音楽ジャーナリスト高橋芳朗さんによる洋楽コラム(2020/01/17)

「オスカー作品賞ノミネート! 映画『フォードvsフェラーリ』をより楽しむための音楽ガイド」

【高橋芳朗】
本日はこんなテーマでお送りします! 「オスカー作品賞ノミネート! 映画『フォードvsフェラーリ』をより楽しむための音楽ガイド」。

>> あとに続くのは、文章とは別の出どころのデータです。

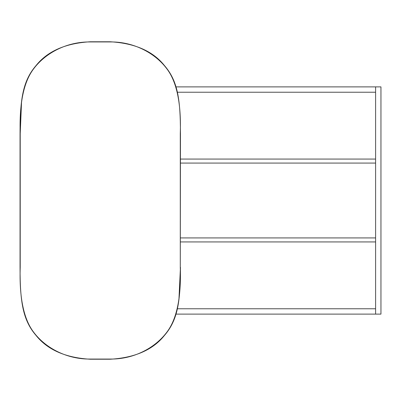 <?xml version="1.0" encoding="UTF-8"?>
<svg xmlns="http://www.w3.org/2000/svg" width="401" height="401" viewBox="0 0 401 401"><rect width="100%" height="100%" fill="white"/><g stroke="black" fill="none" stroke-linecap="round" stroke-linejoin="round"><path stroke-width="0.6" d="M180.285 267.332L180.285 133.668C181.297 103.102 176.701 81.328 166.5 68.335C154.741 52.877 133.533 41.639 110.275 41.94L90.225 41.94C66.766 41.669 45.744 52.927 33.97 68.381C23.789 81.398 19.203 103.162 20.215 133.668L20.215 267.332C19.203 297.898 23.799 319.672 34 332.665C45.759 348.123 66.967 359.361 90.225 359.06L110.275 359.06C133.733 359.331 154.756 348.073 166.53 332.619C176.711 319.602 181.297 297.838 180.285 267.332L180.45 133.668C180.45 99.152 177.693 80.912 164.485 65.604C152.992 51.178 134.921 43.233 110.275 41.769L90.225 41.769C65.579 43.233 47.508 51.178 36.015 65.604C22.807 80.912 20.05 99.152 20.05 133.668L20.05 267.332C20.05 301.848 22.807 320.088 36.015 335.396C47.508 349.822 65.579 357.767 90.225 359.231L110.275 359.231C134.921 357.767 152.992 349.822 164.485 335.396C177.693 320.088 180.45 301.848 180.45 267.332L178.931 299.592M20.215 133.668L21.569 101.408M176.004 86.882L375.602 86.882L375.602 314.118L380.95 314.118L380.95 86.882L375.602 86.882L375.602 92.23L177.377 92.23M180.45 241.938L375.602 241.938M375.602 237.928L180.45 237.928M180.45 163.072L375.602 163.072M375.602 159.062L180.45 159.062M176.004 314.118L375.602 314.118L375.602 308.77L177.377 308.77"/></g></svg>

映画の劇中で使われている音楽を解説するシリーズですね。今回は先週10日より公開、第92回アカデミー賞作品賞にノミネートされた『フォードvsフェラーリ』を取り上げたいと思います。

【ジェーン・スー】
意外! 音楽がフィーチャーされた映画というイメージがなかったなー。

【高橋芳朗】
あー、確かにそんなところはあるかもね。では、まずは映画の概要を。「1966年のル・マン24時間レースをめぐる実話を映画化した伝記ドラマ。フォードモーター社からル・マンでの勝利を命じられた男たちが、王者フェラーリを打ち負かすため意地とプライドをかけた戦いに挑む。監督/脚本は『LOGAN ローガン』『ウォーク・ザ・ライン/君につづく道』のジェームズ・マンゴールド。主演はこれが初共演になるマット・デイモンとクリスチャン・ベール」。

【ジェーン・スー】
マット・デイモンとクリスチャン・ベールは初共演なんだね。

【高橋芳朗】
結論から言うとめちゃくちゃおもしろかったです。CGを極力排除したレースシーンの迫力は前評判通り。やはり大画面大音量で楽しんでこその映画という気はしますね。あと、物語としては『フォードvsフェラーリ』であると同時に『フォード上層部vsマット・デイモン』の要素も結構強くて。企業間の戦いと並行して描かれる現場と経営陣の戦いも見応えがありました。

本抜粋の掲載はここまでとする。